A number of remarkable discoveries in the past three decades have led to the molecular and genetic characterization of the transmissible agent causing scrapie, a degenerative central nervous system disease of sheep. Studies have identified a scrapie-specific protein in preparations from scrapie-infected brains of sheep that is capable of reproducing the symptoms of scrapie in previously uninfected sheep (Figure 1-2). Attempts to identify additional components, such as nucleic acid, have been unsuccessful. To distinguish this agent from viruses and viroids, the term prion was introduced to emphasize its proteinaceous and infectious nature. The cellular form of the prion protein (PrP^c) is encoded by the host’s chromosomal DNA. PrP^c is a sialoglycoprotein with a molecular mass of 33,000–35,000 Da and a high content of α-helical secondary structure that is sensitive to proteases and soluble in detergent. PrP^c is expressed on the surface of neurons via a glycosylphosphatidyl inositol anchor in both infected and uninfected brains. A conformational change occurs in the prion protein, changing it from its normal or cellular form PrP^c to the disease-causing conformation, PrP^Sc (Figure 1-3). When PrP^Sc is present in an individual (owing to spontaneous conformational conversion or to infection), it is capable of recruiting PrP^c and converting it to the disease form. Thus, prions replicate using the PrP^c substrate that is present in the host.

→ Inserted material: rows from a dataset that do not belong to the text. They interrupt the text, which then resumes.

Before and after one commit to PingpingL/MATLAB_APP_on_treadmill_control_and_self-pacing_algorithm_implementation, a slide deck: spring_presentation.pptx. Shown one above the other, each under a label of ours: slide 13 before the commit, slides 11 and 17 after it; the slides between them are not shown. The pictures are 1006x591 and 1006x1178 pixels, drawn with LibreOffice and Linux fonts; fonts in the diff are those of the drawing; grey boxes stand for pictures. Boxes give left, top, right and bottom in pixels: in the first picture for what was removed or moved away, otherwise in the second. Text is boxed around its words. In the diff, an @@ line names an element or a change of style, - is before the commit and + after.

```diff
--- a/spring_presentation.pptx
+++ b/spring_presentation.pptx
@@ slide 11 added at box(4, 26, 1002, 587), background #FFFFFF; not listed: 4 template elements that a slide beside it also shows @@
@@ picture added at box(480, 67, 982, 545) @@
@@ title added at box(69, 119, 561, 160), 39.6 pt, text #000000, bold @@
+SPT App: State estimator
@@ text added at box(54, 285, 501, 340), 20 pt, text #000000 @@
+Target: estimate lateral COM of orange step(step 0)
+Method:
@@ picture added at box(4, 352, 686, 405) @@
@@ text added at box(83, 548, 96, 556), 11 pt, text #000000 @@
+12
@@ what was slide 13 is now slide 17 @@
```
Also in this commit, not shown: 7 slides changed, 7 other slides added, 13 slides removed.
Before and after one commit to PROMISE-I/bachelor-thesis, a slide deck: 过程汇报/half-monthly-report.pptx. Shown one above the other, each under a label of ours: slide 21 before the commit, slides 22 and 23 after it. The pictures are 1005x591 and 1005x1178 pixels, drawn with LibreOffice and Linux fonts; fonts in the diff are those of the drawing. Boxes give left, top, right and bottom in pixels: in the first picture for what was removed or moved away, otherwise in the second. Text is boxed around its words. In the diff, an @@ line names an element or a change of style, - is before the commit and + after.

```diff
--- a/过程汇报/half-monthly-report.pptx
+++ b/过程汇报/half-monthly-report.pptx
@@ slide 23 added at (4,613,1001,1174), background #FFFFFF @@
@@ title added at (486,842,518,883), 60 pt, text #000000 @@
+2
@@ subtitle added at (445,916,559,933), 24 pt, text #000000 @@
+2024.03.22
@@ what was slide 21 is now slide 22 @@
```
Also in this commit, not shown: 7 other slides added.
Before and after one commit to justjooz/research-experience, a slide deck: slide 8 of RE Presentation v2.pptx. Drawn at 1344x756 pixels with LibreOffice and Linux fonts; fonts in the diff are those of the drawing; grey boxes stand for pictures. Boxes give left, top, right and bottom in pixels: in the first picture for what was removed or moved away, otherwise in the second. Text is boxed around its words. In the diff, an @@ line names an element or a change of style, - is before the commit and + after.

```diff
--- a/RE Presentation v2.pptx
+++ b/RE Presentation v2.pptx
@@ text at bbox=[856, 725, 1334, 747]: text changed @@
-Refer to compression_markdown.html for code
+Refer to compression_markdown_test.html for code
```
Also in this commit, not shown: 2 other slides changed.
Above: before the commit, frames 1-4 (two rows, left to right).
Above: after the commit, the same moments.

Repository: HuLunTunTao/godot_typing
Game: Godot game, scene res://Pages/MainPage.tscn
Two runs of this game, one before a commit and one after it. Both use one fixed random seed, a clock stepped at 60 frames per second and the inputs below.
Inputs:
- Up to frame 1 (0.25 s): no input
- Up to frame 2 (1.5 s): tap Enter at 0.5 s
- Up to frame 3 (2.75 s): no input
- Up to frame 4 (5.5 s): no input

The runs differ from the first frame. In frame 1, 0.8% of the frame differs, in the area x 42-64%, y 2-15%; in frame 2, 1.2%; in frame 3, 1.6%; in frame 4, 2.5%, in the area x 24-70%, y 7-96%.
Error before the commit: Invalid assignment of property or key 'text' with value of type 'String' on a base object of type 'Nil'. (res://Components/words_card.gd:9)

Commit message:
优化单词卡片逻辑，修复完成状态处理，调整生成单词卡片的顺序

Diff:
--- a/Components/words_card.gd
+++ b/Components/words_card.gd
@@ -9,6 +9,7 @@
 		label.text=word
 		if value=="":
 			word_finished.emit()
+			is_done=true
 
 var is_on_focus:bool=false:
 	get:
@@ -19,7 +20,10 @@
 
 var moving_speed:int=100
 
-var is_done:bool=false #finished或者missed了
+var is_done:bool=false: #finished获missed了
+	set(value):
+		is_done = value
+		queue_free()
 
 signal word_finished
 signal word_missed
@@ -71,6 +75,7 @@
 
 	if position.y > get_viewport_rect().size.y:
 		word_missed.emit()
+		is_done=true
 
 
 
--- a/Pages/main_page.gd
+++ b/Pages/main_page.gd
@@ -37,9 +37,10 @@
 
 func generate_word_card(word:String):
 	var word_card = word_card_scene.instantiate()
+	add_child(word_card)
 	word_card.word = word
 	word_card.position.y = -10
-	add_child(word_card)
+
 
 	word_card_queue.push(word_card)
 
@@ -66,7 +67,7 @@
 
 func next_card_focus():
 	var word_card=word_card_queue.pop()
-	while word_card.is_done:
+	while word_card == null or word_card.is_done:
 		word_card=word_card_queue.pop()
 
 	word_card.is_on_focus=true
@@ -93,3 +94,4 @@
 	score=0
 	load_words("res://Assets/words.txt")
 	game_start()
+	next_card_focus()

There are additional prion diseases of importance (Table 1-1 and see Chapter 42). Kuru, Creutzfeldt-Jakob disease (CJD), Gerstmann-Sträussler-Scheinker disease, and fatal familial insomnia affect humans. Bovine spongiform encephalopathy, which is thought to result from the ingestion of feeds and bone meal prepared from rendered sheep offal, has been responsible for the deaths of more than 184,000 cattle in Great Britain since its discovery in 1985. A new variant of CJD (vCJD) has been associated with human ingestion of prion-infected beef in the United Kingdom and France. A common feature of all of these diseases is the conversion of a host-encoded sialoglycoprotein to a protease-resistant form as a consequence of infection.